Ne pouvant pas faire de stage en recherche expérimentale, Salomé se tourne vers la bio-informatique pour analyser les données, les comprendre, les interpréter. En autodidacte, elle se forme à la programmation à l'aide de tutoriels et de forums. A la fin de son master, son directeur lui propose de continuer en thèse. « Frédéric Devaux a été un catalyseur dans ma vie. Il m'a encouragée et m'a aidée à trouver un stage. Aujourd'hui, je fais ma thèse dans son équipe au sein du LCQB », souligne-t-elle, reconnaissante.  

Salomé Nashed

Écouter sa passion

Au laboratoire, Salomé Nashed a rapidement trouvé sa place. « Je travaille en collaboration avec des biologistes expérimentalistes. Je traite leurs données et je leur soumets des hypothèses à partir des analyses que j’ai réalisées et qu’ils vérifient par le biais de l'expérimentation. Quand nos résultats concordent, c’est un grand moment de joie ! » Pour analyser les données, Salomé utilise un logiciel de synthèse vocale qui lit le contenu de son écran et une plage braille branchée à son ordinateur. Ce système d’écriture, elle l’a appris à la fin de l’école primaire quand elle est entrée à l'institut national des jeunes aveugles à Paris. Un institut qui l’a aidée à adapter sa vie au quotidien, mais dans lequel elle n’a pas voulu poursuivre sa scolarité, préférant intégrer un cursus classique pour ne pas s’enfermer dans son handicap.

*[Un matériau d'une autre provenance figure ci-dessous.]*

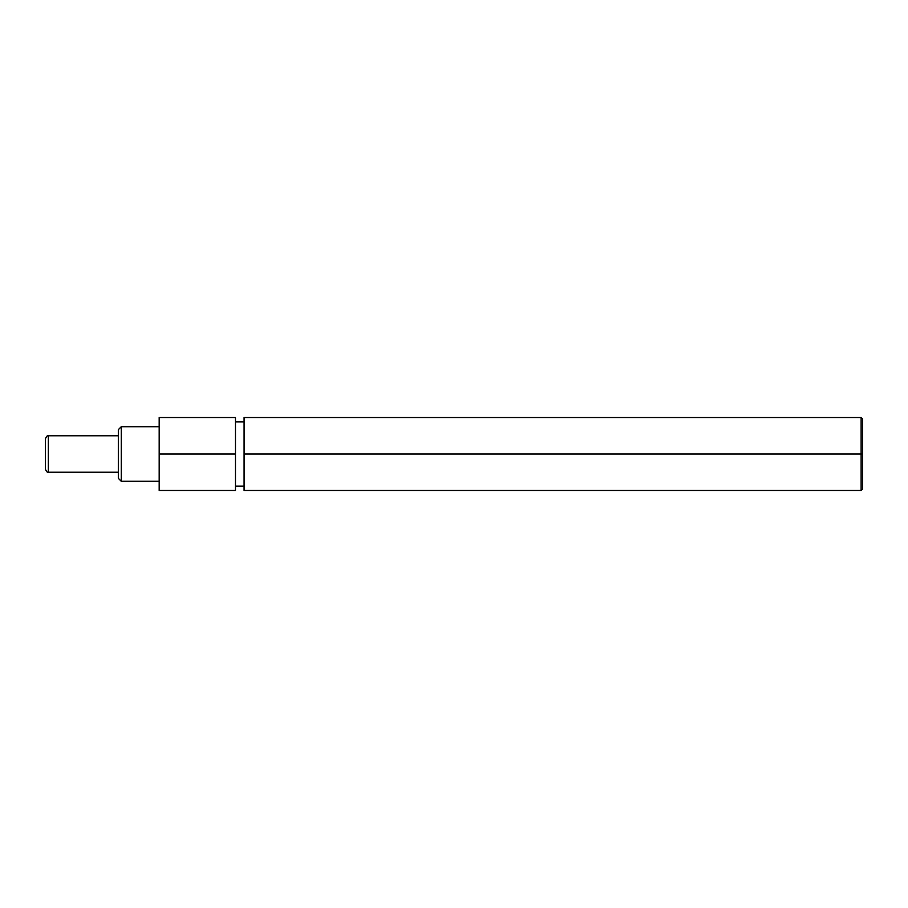<?xml version="1.0" encoding="UTF-8"?>
<svg xmlns="http://www.w3.org/2000/svg" width="908" height="908" viewBox="0 0 908 908"><rect width="100%" height="100%" fill="white"/><g stroke="black" fill="none" stroke-linecap="round" stroke-linejoin="round"><path stroke-width="1.36" d="M121.252 481.274L118.335 478.357L118.335 429.643L121.252 426.726L121.252 481.274L159.184 481.274M159.184 454L159.184 417.532L235.478 417.532L235.478 490.468L159.184 490.468L159.184 454L235.478 454M861.136 490.468L244.082 490.468L244.082 417.532L861.136 417.532L861.136 454L862.6 454L862.6 489.015L861.136 490.468L861.136 454L244.082 454M861.136 417.532L862.6 418.985L862.6 454M48.317 472.239L48.317 435.761C47.647 435.159 46.671 436.135 45.4 438.689L45.4 469.311C46.671 471.865 47.647 472.841 48.317 472.239L118.335 472.239M235.478 486.098L244.082 486.098M121.252 426.726L159.184 426.726M235.478 421.902L244.082 421.902M48.317 435.761L118.335 435.761"/></g></svg>

Salomé Nashed récolte aujourd’hui les fruits de sa ténacité : lauréate l’an dernier du prix Thierry Célérier qui soutient une jeune femme atteinte d'un handicap dans son projet scientifique, le prix Jeune Talent France L'Oréal-UNESCO pour les Femmes et la Science récompense cette année la qualité de son travail. « C'est un bel encouragement pour continuer dans la recherche en tant que femme. Cela m'a également permis de me dire que j'étais légitime dans le domaine de la biologie », ajoute la doctorante qui déplore que la science manque encore de modèles féminins. 

Pour Salomé Nashed, qui souhaite continuer en post-doctorat puis passer les concours, ces prix seront l’occasion de financer le matériel nécessaire à la poursuite de ses recherches : « Une plage braille, indispensable dans mon travail, coûte 4 500 €. Je sais qu'à n'importe quel moment il peut y avoir des problèmes de compatibilité avec des logiciels dans la suite de ma carrière. » Ce risque, loin de la décourager, ne lui fait pas peur : « Tant que je peux continuer, je continuerai car j'aime trop ce que je fais », affirme la doctorante.  

Alors quand on demande à Salomé Nashed ce qu’elle conseillerait aux jeunes filles qui hésitent à se lancer dans une carrière scientifique, sa réponse est simple : « Je leur dirais de foncer, de suivre leur passion, et surtout de ne pas écouter ceux qui croient que ce n'est pas possible ». 


1 Organites intra-cellulaires qui produisent l'énergie dont les cellules ont besoin pour assurer leur activité.